Avec le recul (pas du fusil mais de l’expérience), trois constatations :

1er. Il a fallu changer les fusils ou les faire modifier : dépense supplémentaire pour le chasseur.

2ième. A distance de tir égale, l’acier se substituant au plomb blesse beaucoup plus fréquemment le gibier, entrainant d’inutiles souffrances pour l’animal, « être sensible », donnée jugée essentielle, à commencer par tout chasseur digne de ce nom, mais qui semble laisser pourtant complètement indifférents nos gentils protecteurs amis des animaux de la Convention de Bonn !

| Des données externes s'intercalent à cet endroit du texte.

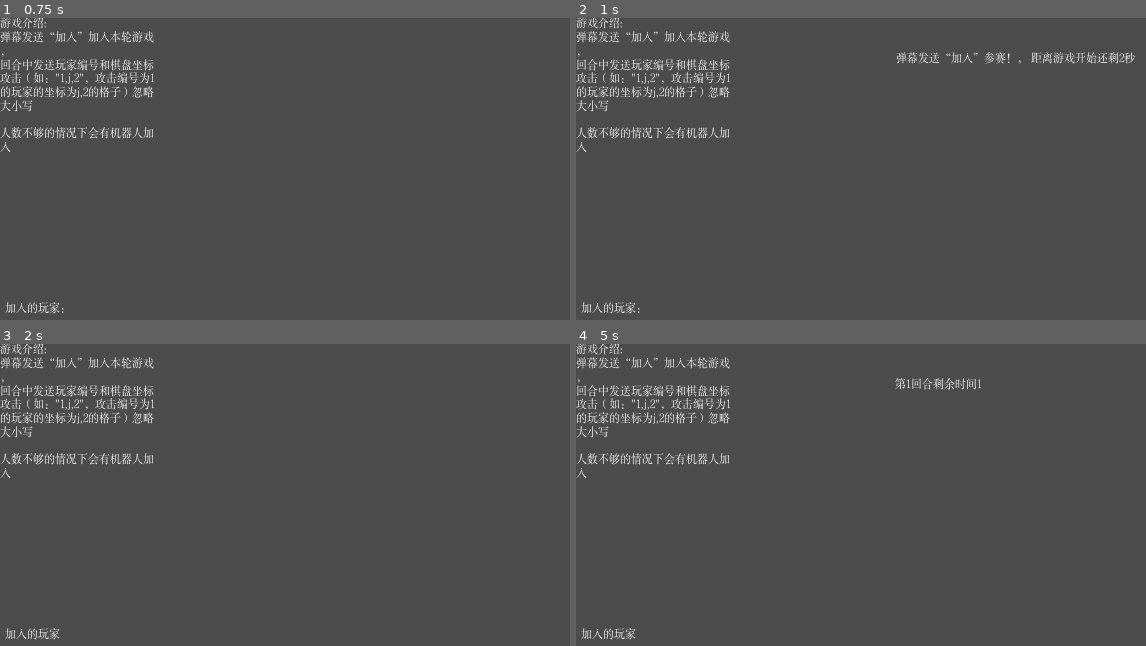
Above: before the commit, frames 1-4 (two rows, left to right).
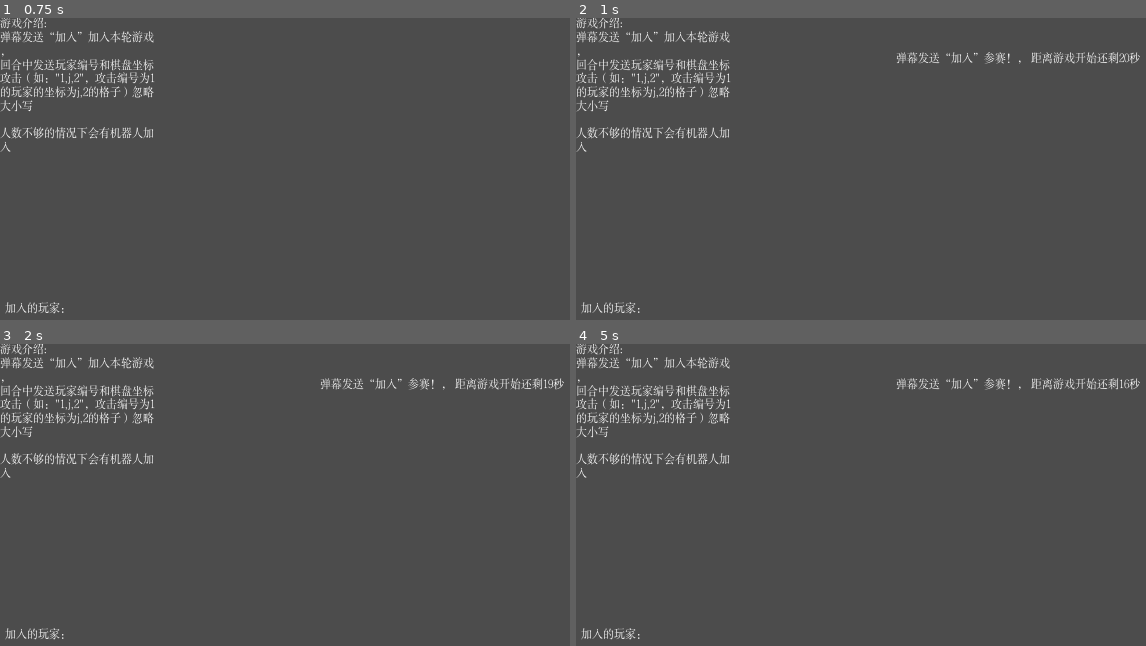
Above: after the commit, the same moments.

Repository: knil0o/tanmaku-battleship
Game: Godot game, scene res://MainScene.tscn
Same seed, same stepped clock (60 frames per second), same inputs: the game is played once before the commit and once after it.
Inputs (mouse positions are in pixels of both pictures, inside the frame that each line leads up to):
- Up to frame 1 (0.75 s): tap Enter at 0.5 s; move the mouse to (outside the picture) at 0.52 s; click (outside the picture) at 0.67 s
- Up to frame 2 (1 s): no input
- Up to frame 3 (2 s): tap Space at 1.25 s; move the mouse to (239, 591) at 1.27 s; click (239, 591) at 1.42 s
- Up to frame 4 (5 s): move the mouse to (1054, 470) at 2.02 s; click (1054, 470) at 2.17 s; tap Enter at 2.75, 4.25 s; move the mouse to (outside the picture) at 2.77 s; click (outside the picture) at 2.92 s; tap Space at 3.5 s; move the mouse to (outside the picture) at 3.52 s; click (outside the picture) at 3.67 s; move the mouse to (735, 501) at 4.27 s; click (735, 501) at 4.42 s

Frame 1 is identical in both runs. In frame 2, less than 0.1% of the frame differs, in the area x 96-99%, y 11-16%; in frame 3, 0.6%; in frame 4, 0.8%, in the area x 10-99%, y 11-98%.

Commit message:
错误提示、人数限制

Diff:
--- a/Controller/BotController.gd
+++ b/Controller/BotController.gd
@@ -22,7 +22,9 @@
 	for ship in ships:
 		for hit in hits:
 			var surrounds = target.get_surrounds(hit)
-			if ship == hit && target.get_surrounds(hit).size() > 0:
+			if ship == hit:
+				print("ship is hit:", ship == hit, "ship ", ship, "hit ", hit)
+			if (ship.x == hit.x || ship.y == hit.y) && surrounds.size() > 0:
 				hitables.append_array(surrounds)
 	#随机取一个位置
 	print(target.player_name, " surrounds: ", hitables)
@@ -36,7 +38,10 @@
 	return hitables[randi() % hitables.size()]
 
 func hit(source):
+
 	var target = get_whom(source);
+	if !target:
+		return
 	var hits = target.hit_positions
 	var to_hit = get_hit_pos(target)
 	if !to_hit:
--- a/MainScene.gd
+++ b/MainScene.gd
@@ -35,7 +35,7 @@
 
 			var player = Player.get_default()
 			player[Player.Index] = current_index
-			player[Player.Name] = str(randi()) + "号老鸭"
+			player[Player.Name] = Global.bot_names[current_index -1]
 			player[Player.Status] = Player.PlayerStatus.WAITING
 			player[Player.IsBot] = true
 			var board = add_player(player)
@@ -71,6 +71,7 @@
 func game_start():
 	print("game start")
 	#重要！否则重复调用
+	$WaitPlayerTimer.stop()
 	start_wait_time -=1
 	#设置全局状态为PLAYING
 	Global.status = Global.WorldStatus.PLAYING
@@ -92,13 +93,6 @@
 
 	#棋盘生成完毕后，启动回合计时器
 	start_turn_timer()
-
-	#chess_board1 = chess_board_scene.instance()
-	#chess_board2 = chess_board_scene.instance()
-	#add_child(chess_board1)
-	#add_child(chess_board2)
-	#chess_board1.position = Vector2(64,32)
-	#chess_board2.position = Vector2(256,32)
 #切换到玩家的回合
 func set_player_turn(board):
 	board.status = Player.PlayerStatus.PLAYING
@@ -147,6 +141,9 @@
 	var board = Player.get_player(index)
 	var player = Player.get_player_by_name(player_name)
 	var can_opt = true
+	if !board:
+		alert("输入的编号错误 :" + str(index))
+		return
 
 	if !player:
 		alert(player_name + " 你还没加入游戏")
@@ -178,15 +175,26 @@
 
 #加入玩家
 func _on_WsController_on_player_in(player_name):
-	#
+	#不能超过最大玩家数
+
+	if max_player_count < Player.players.size():
+		alert("人数已经够了")
+		return
 
 	#用名字创建玩家
 	var new_player = {Player.Name: player_name, Player.Status: Player.PlayerStatus.WAITING}
 	var board = add_player(new_player)
 	board.hide()
+
+	#创建完成后判断能否开始游戏
+	if max_player_count == Player.players.size():
+		alert("马上开始！")
+		game_start()
 func alert(msg: String):
 	print("WARN!!! ", msg)
-
+	$HUD/GameOver.text = msg
+	yield(get_tree().create_timer(4), "timeout")
+	$HUD/GameOver.hide()
 	pass
 func restart():
 	get_tree().reload_current_scene()
--- a/MainScene.tscn
+++ b/MainScene.tscn
@@ -74,8 +74,9 @@
 chess_board_scene = ExtResource( 4 )
 player_scene = SubResource( 9 )
 controller = ExtResource( 2 )
-start_wait_time = 2
+start_wait_time = 20
 cheess_board_offset = 400.0
+max_player_count = 2
 
 [node name="WaitPlayerTimer" type="Timer" parent="." groups=["start"]]
 autostart = true
--- a/World.gd
+++ b/World.gd
@@ -1,5 +1,9 @@
 extends Node
 var status = WorldStatus.WAITING_FOR_GAMER
+var bot_names = [
+	"猪肉鲜虾肠", "腐竹螺蛳粉", "鸡蛋炒米粉", "紫金八刀汤", "土豆回锅肉", "叉烧拼烧鸭"
+]
+
 
 enum WorldStatus {
 	WAITING_FOR_GAMER,
--- a/chessboard/ChessBoard.gd
+++ b/chessboard/ChessBoard.gd
@@ -87,6 +87,13 @@
 
 #攻击一个位置范围,返回剩余位置
 func hit(hit_pos: Vector2):
+	# 不能超过位置
+	if hit_pos.x > chess_board_scale.x || hit_pos.y > chess_board_scale.y:
+		return
+	# 不能攻击已攻击过的位置
+	if hit_positions.has(hit_pos):
+		return
+
 	if Global.status == Global.WorldStatus.END:
 		return false
 	for ship_pos in ship_positions:
--- a/chessboard/ChessBoard.tscn
+++ b/chessboard/ChessBoard.tscn
@@ -22,9 +22,9 @@
 sea_scene = ExtResource( 5 )
 
 [node name="PlayerInfo" type="Label" parent="."]
-margin_left = 21.0
+margin_left = 1.0
 margin_top = 159.0
-margin_right = 138.0
+margin_right = 191.0
 margin_bottom = 184.0
 custom_fonts/font = ExtResource( 6 )
-align = 1
+autowrap = true

3ième. Les munitions de substitution (bismuth, tungstène, étain, alliages) sont généralement plus efficaces que l’acier mais à un prix restant beaucoup plus élevé sinon prohibitif, ce qui est encore dissuasif pour bon nombre de chasseurs.

Chasser mal ou chasser cher, voilà le « choix » laissé aux chasseurs !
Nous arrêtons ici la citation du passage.